The Apache web server must accept only system-generated session identifiers.

From Apache Server 2.4 Windows Site Security Technical Implementation Guide

Part of SRG-APP-000223-WSR-000145

Associated with: CCI-001664

AS24-W2-000480_rule The Apache web server must accept only system-generated session identifiers.

Vulnerability discussion

Communication between a client and the web server is done using the HTTP protocol, but HTTP is a stateless protocol. To maintain a connection or session, a web server will generate a session identifier (ID) for each client session when the session is initiated.

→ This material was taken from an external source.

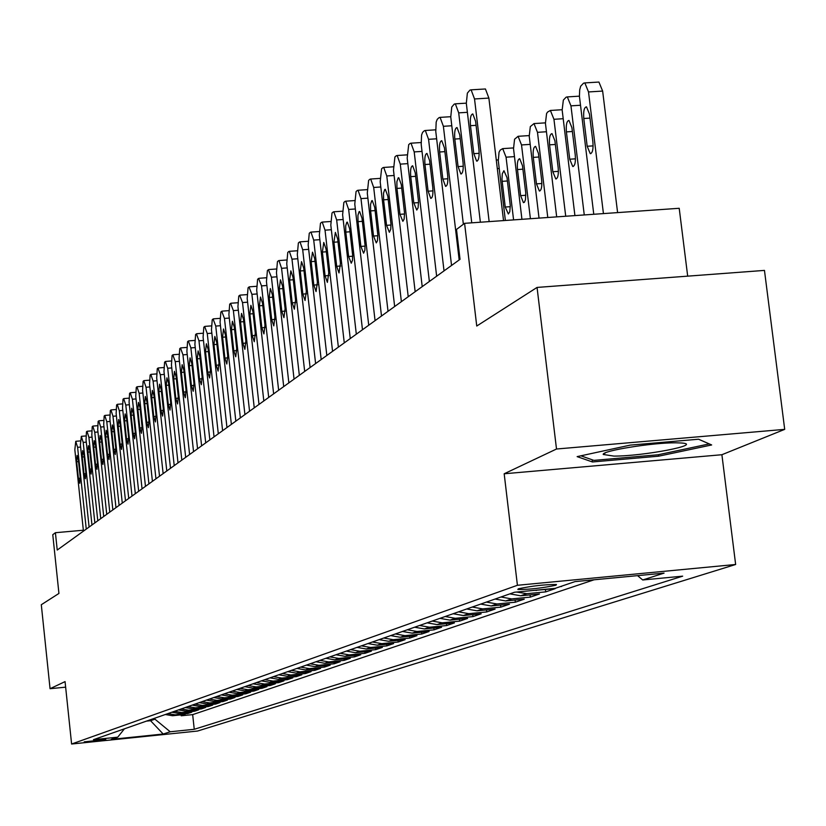 <?xml version="1.0" encoding="UTF-8"?>
<svg xmlns="http://www.w3.org/2000/svg" width="826" height="826" viewBox="0 0 826 826"><rect width="100%" height="100%" fill="white"/><g stroke="black" fill="none" stroke-linecap="round" stroke-linejoin="round"><path stroke-width="1.24" d="M518.315 588.814L517.861 589.506C529.507 589.537 542.207 588.112 555.97 585.211L556.445 584.498C544.592 584.488 531.882 585.933 518.315 588.814M687.686 276.152L679.209 208.286L464.584 223.33L456.499 229.442L460.03 259.333L57.231 550.044L55.404 532.708L52.771 534.701L58.935 593.44L41.3 604.725L50.056 688.708L65.646 687.16M784.7 429.365L764.463 270.401L537.055 287.427L556.507 449.014L504.18 473.773L517.417 585.283L735.646 564.488L721.893 454.723L784.7 429.365L556.507 449.014M517.417 585.283L71.604 744.019L197.559 731.041L735.646 564.488M165.314 714.511L172.51 715.729L185.127 714.449L181.173 715.791L181.07 714.862M167.895 713.602L175.133 714.831L187.791 713.54L187.688 712.59M187.791 713.54L191.818 712.167L179.087 713.468L171.818 712.229M178.457 709.906L185.798 711.155L198.653 709.844L194.533 711.248L194.43 710.277M185.231 707.541L192.644 708.801L205.622 707.479L201.42 708.904L201.317 707.913M192.138 705.115L199.634 706.395L212.736 705.063L208.451 706.519L208.338 705.507M199.2 702.647L206.758 703.938L219.995 702.596L215.627 704.082L215.514 703.05M206.407 700.128L214.037 701.429L227.408 700.076L222.948 701.594L222.824 700.541M213.758 697.547L221.471 698.868L234.976 697.505L230.413 699.054L230.299 697.97M221.275 694.914L229.07 696.246L242.71 694.872L238.053 696.452L237.929 695.358M228.957 692.229L236.825 693.572L250.608 692.188L245.849 693.809L245.725 692.684M236.804 689.483L244.754 690.846L258.683 689.442L253.819 691.094L253.685 689.947M244.816 686.674L252.859 688.058L266.932 686.643L261.956 688.326L261.832 687.149M253.014 683.804L261.15 685.198L275.368 683.773L270.288 685.497L270.154 684.3M261.408 680.872L269.617 682.276L283.989 680.841L278.796 682.606L278.661 681.378M269.978 677.867L278.29 679.292L292.817 677.836L287.5 679.653L287.355 678.383M278.754 674.79L287.159 676.236L301.841 674.77L296.4 676.618L296.255 675.327M287.737 671.641L296.235 673.118L311.082 671.631L305.517 673.52L305.362 672.199M296.937 668.43L305.527 669.917L320.54 668.42L314.84 670.351L314.685 668.998M306.353 665.126L315.036 666.634L330.224 665.126L324.391 667.109L324.236 665.725M315.997 661.75L324.783 663.278L340.147 661.75L334.169 663.784L334.003 662.359M325.878 658.291L334.767 659.84L350.307 658.301L344.184 660.377L344.019 658.921M336.006 654.75L345 656.319L360.725 654.76L354.447 656.897L354.271 655.4M346.393 651.105L355.49 652.695L371.401 651.125L364.968 653.314L364.793 651.786M357.038 647.377L366.259 648.999L382.355 647.408L375.747 649.649L375.572 648.08M367.962 643.557L377.296 645.189L393.589 643.588L386.816 645.891L386.63 644.27M379.175 639.634L388.623 641.286L405.122 639.665L398.163 642.029L397.977 640.367M390.688 635.597L400.249 637.28L416.954 635.648L409.81 638.075L409.613 636.361M402.51 631.467L412.195 633.17L429.107 631.518L421.776 634.007L421.57 632.251M414.652 627.213L424.461 628.947L441.59 627.275L434.053 629.835L433.846 628.028M427.125 622.845L437.068 624.601L454.414 622.907L446.68 625.54L446.463 623.682M439.959 618.354L450.025 620.14L467.599 618.426L459.648 621.131L459.421 619.221M453.144 613.728L463.355 615.546L481.166 613.821L472.978 616.599L472.751 614.637M466.721 608.979L477.067 610.827L495.115 609.072L486.7 611.942L486.462 609.918M480.691 604.085L491.181 605.964L509.477 604.198L500.814 607.141L500.566 605.055M495.084 599.046L505.719 600.956L524.262 599.17L515.341 602.206L515.083 600.048M509.9 593.863L520.69 595.794L539.492 593.987L530.302 597.115L530.034 594.896M532.646 590.518L555.196 588.659L545.718 591.881L545.449 589.588M570.105 583.27L561.577 586.181M105.728 739.549L84.231 741.851L105.728 739.549L105.666 738.971M150.446 719.714L150.549 720.706L154.937 719.178L170.218 731.774L194.255 729.296L682.668 576.156L642.711 579.976L664.073 573.11L574.999 581.607L555.165 588.36L514.484 592.252L93.452 739.673L117.736 737.174L124.396 728.842M170.218 731.774L163.187 734.025L111.252 739.384L117.736 737.174M181.173 715.791L192.664 714.624L594.059 579.79M561.608 586.47L560.348 586.594M545.718 591.881L526.802 593.688L516.632 592.046M530.302 597.115L511.645 598.912L500.959 596.992M515.341 602.206L496.942 603.971L486.4 602.092M500.814 607.141L482.663 608.896L472.265 607.038M486.7 611.942L468.786 613.677L458.533 611.849M472.978 616.599L455.312 618.313L445.183 616.516M459.648 621.131L442.209 622.835L432.215 621.059M446.68 625.54L429.458 627.223L419.598 625.478M434.053 629.835L417.058 631.498L407.321 629.773M421.776 634.007L404.988 635.648L395.375 633.955M409.81 638.075L393.238 639.696L383.749 638.033M398.163 642.029L381.788 643.64L372.412 641.998M386.816 645.891L370.637 647.481L361.375 645.86M375.747 649.649L359.764 651.229L350.616 649.628M364.968 653.314L349.171 654.884L340.126 653.304M354.447 656.897L338.836 658.436L329.904 656.887M344.184 660.377L328.748 661.915L319.92 660.377M334.169 663.784L318.908 665.302L310.184 663.784M324.391 667.109L309.306 668.616L300.674 667.119M314.84 670.351L299.921 671.848L291.392 670.371M305.517 673.52L290.762 674.997L282.327 673.541M296.4 676.618L281.811 678.084L273.468 676.639M287.5 679.653L273.065 681.099L264.816 679.674M278.796 682.606L264.516 684.042L256.349 682.637M270.288 685.497L256.153 686.922L248.079 685.528M261.956 688.326L247.976 689.741L239.984 688.368M253.819 691.094L239.984 692.487L232.075 691.135M245.849 693.809L232.158 695.182L224.331 693.85M238.053 696.452L224.496 697.825L216.742 696.504M230.413 699.054L217.001 700.407L209.329 699.106M222.948 701.594L209.649 702.936L202.06 701.646M215.627 704.082L202.463 705.414L194.946 704.134M208.451 706.519L195.421 707.841L187.977 706.571M201.42 708.904L188.524 710.215L181.152 708.966M194.533 711.248L181.761 712.549L174.462 711.31M154.834 718.186L154.937 719.178M464.584 223.33L476.747 326.033L537.055 287.427M71.604 744.019L65.058 681.605L50.056 688.708M83.354 530.23L55.404 532.708M146.439 721.119L150.549 720.706L163.187 734.025M192.664 714.624L194.255 729.296M642.711 579.976L637.569 575.639M504.18 473.773L721.893 454.723M630.238 445.121L577.137 456.623L592.428 461.961L658.632 456.189L711.651 444.956L698.569 439.225L630.238 445.121M658.446 454.703L658.632 456.189M592.159 459.772L592.428 461.961M83.447 531.128L74.836 449.747L75.755 441.352L77.603 447.32L86.255 529.094M76.653 461.775L77.076 455.415L78.418 460.268L80.194 476.963L79.771 483.303L78.408 478.419L76.653 461.775L78.563 461.62M613.873 456.086C643.113 456.293 704.475 444.502 681.419 442.994L675.771 442.808C652.86 442.56 601.359 450.882 603.238 454.476L613.873 456.086M709.276 443.913L658.054 454.785L593.873 460.381L580.895 455.807M89.094 527.05L80.39 444.873L81.33 436.386L83.199 442.395L91.965 524.975M82.228 457.026L82.672 450.593L84.035 455.477L85.821 472.338L85.388 478.75L84.004 473.825L82.228 457.026L84.18 456.861M94.856 522.889L86.049 439.907L86.441 431.833L87.019 431.317L88.919 437.377L97.788 520.783M87.917 452.173L88.372 445.668L89.755 450.593L91.562 467.619L91.108 474.103L89.714 469.137L87.917 452.173L89.91 451.998M100.741 518.645L91.82 434.837L92.233 426.67L92.822 426.154L94.753 432.266L103.725 516.487M93.71 447.217L94.195 440.64L95.599 445.606L97.427 462.808L96.952 469.364L95.537 464.357L93.71 447.217L95.744 447.052M106.74 514.319L97.716 429.665L98.139 421.405L98.738 420.878L100.71 427.042L109.786 512.12M99.636 442.168L100.132 435.509L101.557 440.526L103.405 457.893L102.92 464.522L101.474 459.473L99.636 442.168L101.712 441.993M112.863 509.9L103.725 424.388L104.169 416.036L104.778 415.488L106.781 421.704L115.97 507.649M105.676 437.006L106.182 430.284L107.638 435.333L109.507 452.885L109.001 459.586L107.545 454.496L105.676 437.006L107.793 436.83M119.109 505.388L109.868 418.999L110.323 410.553L110.942 409.995L112.986 416.263L122.279 503.096M111.84 431.75L112.377 424.936L113.843 430.036L115.743 447.764L115.217 454.548L113.73 449.416L111.84 431.75L114.009 431.564M125.49 500.783L116.136 413.496L116.611 404.946L117.24 404.379L119.316 410.708L128.732 498.439M118.139 426.371L118.686 419.484L120.183 424.626L122.103 442.54L121.556 449.406L120.049 444.223L118.139 426.371L120.348 426.195M132.005 496.075L122.537 407.879L123.022 399.226L123.673 398.648L125.789 405.029L135.319 493.69M124.571 420.888L125.139 413.909L126.657 419.102L128.598 437.202L128.04 444.151L126.502 438.916L124.571 420.888L126.832 420.702M138.665 491.274L129.073 402.148L129.579 393.393L130.24 392.794L132.397 399.226L142.051 488.827M131.138 415.282L131.726 408.22L133.275 413.454L135.237 431.75L134.659 438.782L133.1 433.505L131.138 415.282L133.451 415.086M145.469 486.359L135.753 396.284L136.28 387.425L136.961 386.816L139.15 393.3L148.917 483.871M137.849 409.551L138.458 402.407L140.028 407.693L142.02 426.175L141.422 433.299L139.831 427.971L137.849 409.551L140.214 409.355M152.418 481.341L142.578 390.295L143.125 381.323L143.817 380.703L146.047 387.249L155.949 478.801M144.705 403.697L145.345 396.459L146.935 401.797L148.959 420.486L148.329 427.692L146.718 422.313L144.705 403.697L147.121 403.501M159.521 476.22L149.558 384.173L150.125 375.087L150.828 374.457L153.099 381.054L163.135 473.608M151.716 397.709L152.376 390.388L153.997 395.768L156.042 414.662L155.391 421.962L153.76 416.541L151.716 397.709L154.183 397.512M166.79 470.975L156.692 377.905L157.27 368.716L158.003 368.066L160.316 374.725L170.486 468.311M158.891 391.596L159.573 384.173L161.215 389.614L163.29 408.705L162.619 416.097L160.956 410.625L158.891 391.596L161.411 391.39M174.224 465.606L163.982 371.504L164.591 362.191L165.334 361.53L167.699 368.251L178.003 462.88M166.222 385.339L166.924 377.823L168.597 383.305L170.703 402.623L170.001 410.109L168.308 404.585L166.222 385.339L168.793 385.133M181.823 460.123L171.447 364.958L172.076 355.521L172.83 354.85L175.246 361.623L185.685 457.336M173.718 378.938L174.451 371.328L176.155 376.863L178.282 396.397L177.559 403.976L175.835 398.4L173.718 378.938L176.361 378.731M189.598 454.506L179.087 358.257L179.738 348.696L180.512 348.004L182.969 354.85L193.552 451.657M181.39 372.392L182.154 364.679L183.888 370.265L186.046 390.017L185.292 397.709L183.537 392.071L181.39 372.392L184.095 372.175M197.559 448.766L186.893 351.401L187.574 341.716L188.369 341.004L190.878 347.911L201.616 445.844M189.247 365.691L190.042 357.865L191.797 363.512L193.986 383.491L193.201 391.287L191.425 385.597L189.247 365.691L192.014 365.474M205.715 442.881L194.895 344.38L195.597 334.561L196.412 333.838L198.973 340.808L209.856 439.886M197.28 358.825L198.106 350.905L199.892 356.595L202.122 376.811L201.307 384.709L199.5 378.969L197.28 358.825L200.119 358.608M214.058 436.861L203.093 337.184L203.816 327.241L204.652 326.497L207.264 333.528L218.312 433.795M205.519 351.804L206.376 343.761L208.193 349.512L210.444 369.976L209.597 377.978L207.76 372.185L205.519 351.804L208.42 351.577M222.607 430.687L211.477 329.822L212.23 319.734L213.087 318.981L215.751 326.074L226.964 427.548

The session ID allows the web server to track a user session and, in many cases, the user, if the user previously logged on to a hosted application.When a web server accepts session identifiers that are not generated by the web server, the web server creates an environment where session hijacking, such as session fixation, could be used to access hosted applications through session IDs that have already been authenticated. Forcing the web server to only accept web server-generated session IDs and to create new session IDs once a user is authenticated will limit session hijacking.

Check content

Review the <'INSTALL PATH'>\conf\httpd.conf file. Verify the "mod_unique_id" is loaded. If it does not exist, this is a finding.

Fix text

Edit the <'INSTALL PATH'>\conf\httpd.conf file and load the "mod_unique_id" module. Restart the Apache service.